The leaks show which organizations were targeted by the NSA and what tools were used to compromise them.
National Security Agency
(Creative Time Reports / Flickr)

The leaked NSA documents and tools published in recent months by the mysterious Shadow Brokers group have provided rare insight into the clandestine digital espionage operations pursued by the spy agency over the past few years, including information on operations aimed at Iran and Russia.

Last Friday the rogue group released a new package of NSA files, this time detailing numerous tools designed to break into older versions of Microsoft Windows and a campaign to compromise banking networks in the Middle East. Additional targets were also mentioned one week prior in a separate archive that was largely ignored by most media outlets.

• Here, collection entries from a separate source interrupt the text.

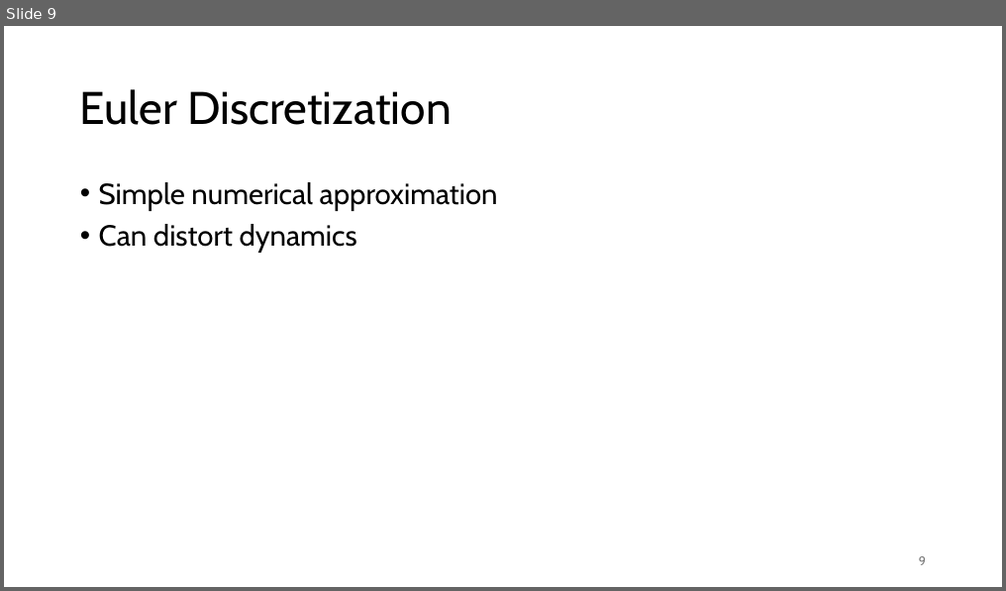
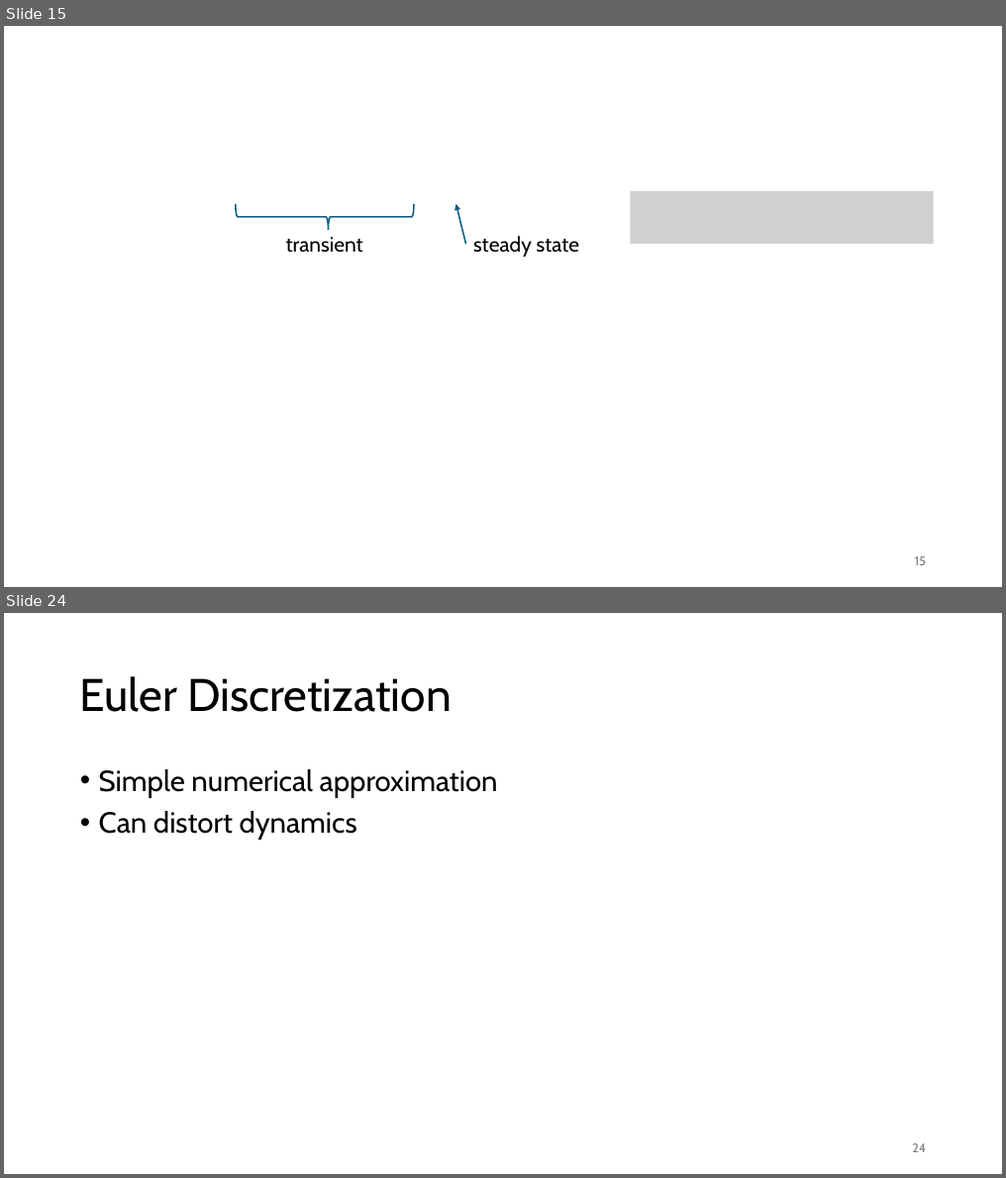
Before and after one commit to FelixWick/control_engineering, a slide deck: slides/6_discrete_controllers.pptx. Shown one above the other, each under a label of ours: slide 9 before the commit, slides 15 and 24 after it; the slides between them are not shown. The pictures are 1006x591 and 1006x1178 pixels, drawn with LibreOffice and Linux fonts; fonts in the diff are those of the drawing; grey boxes stand for pictures. Boxes give left, top, right and bottom in pixels: in the first picture for what was removed or moved away, otherwise in the second. Text is boxed around its words. In the diff, an @@ line names an element or a change of style, - is before the commit and + after.

```diff
--- a/slides/6_discrete_controllers.pptx
+++ b/slides/6_discrete_controllers.pptx
@@ slide 15 added at <box>4,26,1002,587</box>, background #FFFFFF @@
@@ picture added at <box>630,191,933,245</box> @@
@@ right brace added at <box>236,204,414,230</box>, outline #156082 1.5 pt @@
@@ arrow added from (466, 244) to (456, 204), #156082 1.5 pt @@
@@ text added at <box>286,237,363,253</box>, 20 pt, text #000000 @@
+transient
@@ text added at <box>473,236,579,257</box>, 20 pt, text #000000 @@
+steady state
@@ page number added at <box>915,557,926,566</box>, 12 pt, text #797979 @@
+15
@@ what was slide 9 is now slide 24 @@
@@ page number at <box>912,1144,926,1153</box>: text changed @@
-9
+24
```
Also in this commit, not shown: 5 slides changed, 15 other slides added, 1 slide removed.

Yet the document cache published April 8 provides evidence that the NSA had once launched a series of successful computer-based intrusions against multiple high-profile foreign targets, including the Office of the President of Iran and the Russian Federal Nuclear Center, said two former intelligence officials who spoke to CyberScoop on the condition of anonymity due to their knowledge of internal operations. That release contained files with earmarked organizations and other evidence that explains how certain cyberattacks were engineered.

“The fact that this is in there the way it is means these targets were definitely owned,” one former intelligence official said. “It means it was a successful op, plain and simple.”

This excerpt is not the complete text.